Glasgow, UK, 22 January 2019: TC BioPharm (TCB), a developer of CAR-T immuno-oncology products, including Gamma Delta T (GDT) cell therapies, today announced it has completed formulation of its first allogeneic GDT cell banks. The T cell banks provide TCB with core technology to develop a deep portfolio of next-generation CAR-T products directed against a wide variety of different cancer types, both hematological and solid tumors. The project was supported by funding from the European Union’s Horizon 2020 (H2020) Research and Innovation program via a €4million grant, the largest such EU award to any UK company for development of a healthcare therapeutic product.

  • The first completed bio-banks will be used to develop more cost-effective, safe and efficacious cancer treatments
  • Funding provided by European Horizon 2020 Research and Innovation program 

The GDT cell banks are collected and stored from healthy donors, providing a source for TCB to manufacture next-generation ‘off-the-shelf’ GDT cell therapies for future clinical product development. Using allogeneic material from healthy donors offers several advantages over conventional autologous CAR-T therapies, which use the patient’s own cells to treat their tumor, as TCB’s proprietary allogeneic CAR-T cells are not prone to ‘on-target, off-tumor’ toxicities. Additionally, a larger population of cancer patients can be treated with a single reproducible product, ‘campaign-manufactured’ in bulk to keep costs lower, consequently increasing accessibility and reducing financial burden for healthcare systems.

Benefitting from H2020 support, TCB is rapidly progressing its clinical evaluation of allogeneic therapies. Having recently demonstrated safety and efficacy of large-dose autologous gamma-delta T cells in cancer patients, TCB is commencing treatment of cancer patients with an allogeneic variant. By building on its exclusive CAR-T platform, the company also plans to treat leukemia patients with an allogeneic CD19-directed GDT CAR-T product.

Angela Scott, Co-Founder and Chief Operating Officer, TCB, said:I am delighted we have completed manufacture of our first allogeneic cell banks. By combining allogeneic GDT therapy with our unique CAR-T platform it will allow us to develop the next generation of safe, cost-effective immunotherapy for cancer, improving patient outcomes and quality of life.”
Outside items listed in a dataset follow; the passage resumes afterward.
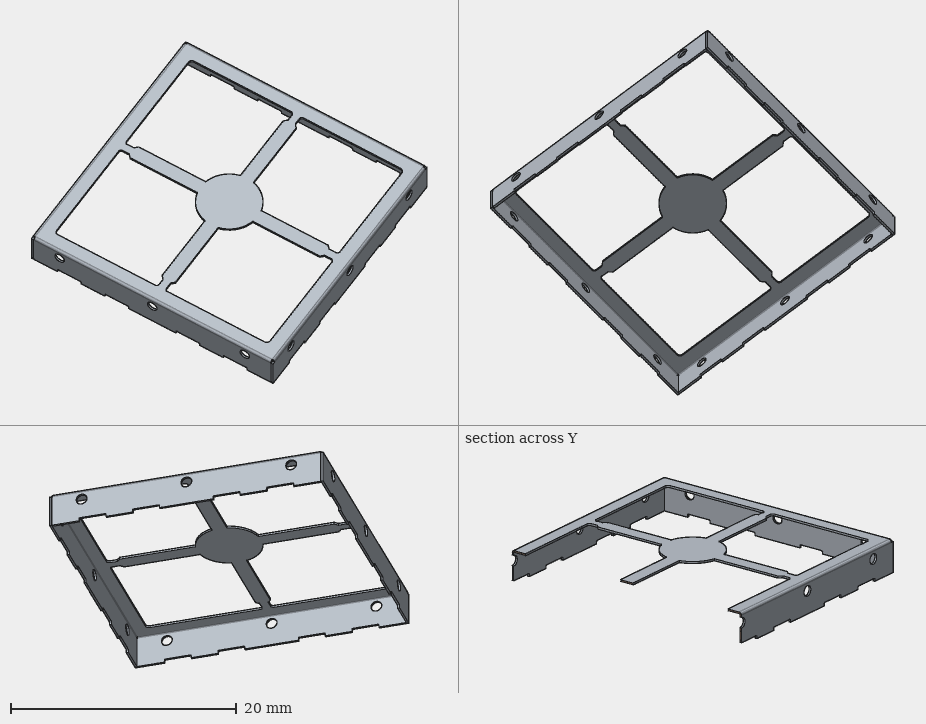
import cadquery as cq

side = 25.4
height = 3.2
thickness = 0.2
bend_radius = 0.25
corner_gap = 0.03

rim_width = 1.5
window_corner_radius = 0.35
spoke_width = 1.4
neck_width = 0.8
neck_length = 0.95
neck_corner_radius = 0.25
hub_diameter = 6.0

hole_diameter = 1.0
hole_pitch = 9.73
hole_drop = hole_diameter
notch_width = 2.5
notch_depth = 0.3
notch_radius = 0.1
inner_notch_center = 1.5 * notch_width
outer_notch_center = 3.5 * notch_width

half_side = side / 2
wall_height = height - bend_radius
cut_height = height + 0.25


def make_bent_cover():
    """Hollow shell whose roof runs through a rounded bend into four walls."""
    outer = cq.Workplane("XY").box(side, side, height, centered=(True, True, False))
    outer = outer.faces(">Z").edges().fillet(bend_radius)
    inner_side = side - 2 * thickness
    inner = cq.Workplane("XY").box(inner_side, inner_side, height - thickness, centered=(True, True, False))
    inner = inner.faces(">Z").edges().fillet(bend_radius - thickness)
    return outer.cut(inner)


def cut_corner_reliefs(body):
    """Free each corner: a square notch through both bends, and a slit parting the butted walls."""
    bend_relief = (
        cq.Workplane("XY", origin=(0, 0, wall_height))
        .rect(side - bend_radius, side - bend_radius, forConstruction=True)
        .vertices()
        .rect(bend_radius, bend_radius)
        .extrude(bend_radius)
    )
    slit_x = half_side - thickness - corner_gap / 2
    slit_y = half_side - thickness / 2
    slits = (
        cq.Workplane("XY")
        .rect(2 * slit_x, 2 * slit_y, forConstruction=True)
        .vertices()
        .rect(corner_gap, thickness)
        .extrude(wall_height)
    )
    return body.cut(bend_relief).cut(slits)


def round_upright_edge(body, x, y, radius):
    """Fillet the vertical edge of the body nearest to the point (x, y)."""
    nearest = cq.selectors.NearestToPointSelector((x, y, cut_height / 2))
    return body.edges("|Z").edges(nearest).fillet(radius)


def make_window():
    """Roof opening of the +X +Y quarter, bounded by the rim, two spokes and the hub."""
    outer_edge = half_side - rim_width
    half_spoke = spoke_width / 2
    half_neck = neck_width / 2
    neck_end = outer_edge - neck_length
    taper_end = neck_end - (half_spoke - half_neck)
    opening = (
        cq.Workplane("XY")
        .moveTo(half_spoke, half_spoke)
        .lineTo(taper_end, half_spoke)
        .lineTo(neck_end, half_neck)
        .lineTo(outer_edge, half_neck)
        .lineTo(outer_edge, outer_edge)
        .lineTo(half_neck, outer_edge)
        .lineTo(half_neck, neck_end)
        .lineTo(half_spoke, taper_end)
        .close()
        .extrude(cut_height)
    )
    opening = round_upright_edge(opening, outer_edge, outer_edge, window_corner_radius)
    opening = round_upright_edge(opening, outer_edge, half_neck, neck_corner_radius)
    opening = round_upright_edge(opening, half_neck, outer_edge, neck_corner_radius)
    hub = cq.Workplane("XY").circle(hub_diameter / 2).extrude(cut_height)
    return opening.cut(hub)


def make_wall_cutters():
    """Round holes and foot notches running along Y through the front and back walls."""
    plane = cq.Workplane("XZ")
    notch_centers = (-outer_notch_center, -inner_notch_center, inner_notch_center, outer_notch_center)
    holes = (
        plane.pushPoints([(x, height - hole_drop) for x in (-hole_pitch, 0, hole_pitch)])
        .circle(hole_diameter / 2)
        .extrude(half_side, both=True)
    )
    notches = (
        plane.pushPoints([(x, 0) for x in notch_centers])
        .rect(notch_width, 2 * notch_depth)
        .extrude(half_side, both=True)
        .edges("|Y")
        .fillet(notch_radius)
    )
    return holes.union(notches)


result = cut_corner_reliefs(make_bent_cover())
window = make_window()
for quarter in range(4):
    result = result.cut(window.rotate((0, 0, 0), (0, 0, 1), 90 * quarter))
cutters = make_wall_cutters()
side_cutters = cutters.rotate((0, 0, 0), (0, 0, 1), 90)
result = result.cut(cutters).cut(side_cutters)

Dr Michael Leek, Co-Founder and Chief Executive, TCB, commented:Availability of clinical-grade allogeneic GDT cell banks is an important commercial milestone for TCB. This allows us to transition our therapeutic approach from expensive and complex personalized therapy using patient’s own cells, to a more cost-effective ‘pharmaceuticalized’ approach.”

Media contact:
Katie Odgaard
Zyme Communications
Tel: +44(0)7787 502 947
Email: [email protected]

 

About TC BioPharm www.tcbiopharm.com

TC BioPharm is a biotechnology company developing a platform of CAR-T immuno-oncology products which involve expansion of gamma-delta T cells to formulate treatments for a wide variety of hematological and solid tumor types. The company aims to develop and commercialize innovative cell-based products to tackle disease, improve patient quality of life. Commencing operations in 2014, TCB has grown rapidly due to extensive, unrivaled cell therapy experience leveraged by its two founders, Dr Michael Leek and Angela Scott. Active in the regenerative medicine sector since 1989, Dr Leek has taken ten different cell therapies to the clinic including the first allogeneic therapy to undergo multinational phase III clinical evaluation. Angela Scott has an equally impressive pedigree as one of the pioneering scientists that created ‘Dolly the Sheep’ in 1996, she was also part of the team that clinically developed the world’s first-in-man allogeneic stem cell treatment for stroke patients.

TC BioPharm works with clinical centers of excellence to treat cancer patients in the UK and continental Europe. Employing over 80 members of staff, the UK-based company has premises in Glasgow, Edinburgh and Japan. Clinical-grade product is manufactured in-house from TCB’s GMP-compliant cell and gene processing unit in Scotland.

TCB is registered in Scotland (SC 453579). In January 2015, TCB’s cell therapy manufacturing facility at Maxim Park, Glasgow was awarded a Manufacturer’s Authorisation for Investigational Medicinal Products MIA (IMP) which permits GMP manufacture and release of Advanced Therapy Medicinal Products (ATMPs) for use in clinical trials. Further to obtaining an MHRA manufacturing license, TCB was granted a Clinical Trial Authorisation (CTA) by the MHRA in September 2015 to commence clinical evaluation of gamma-delta T cell therapies.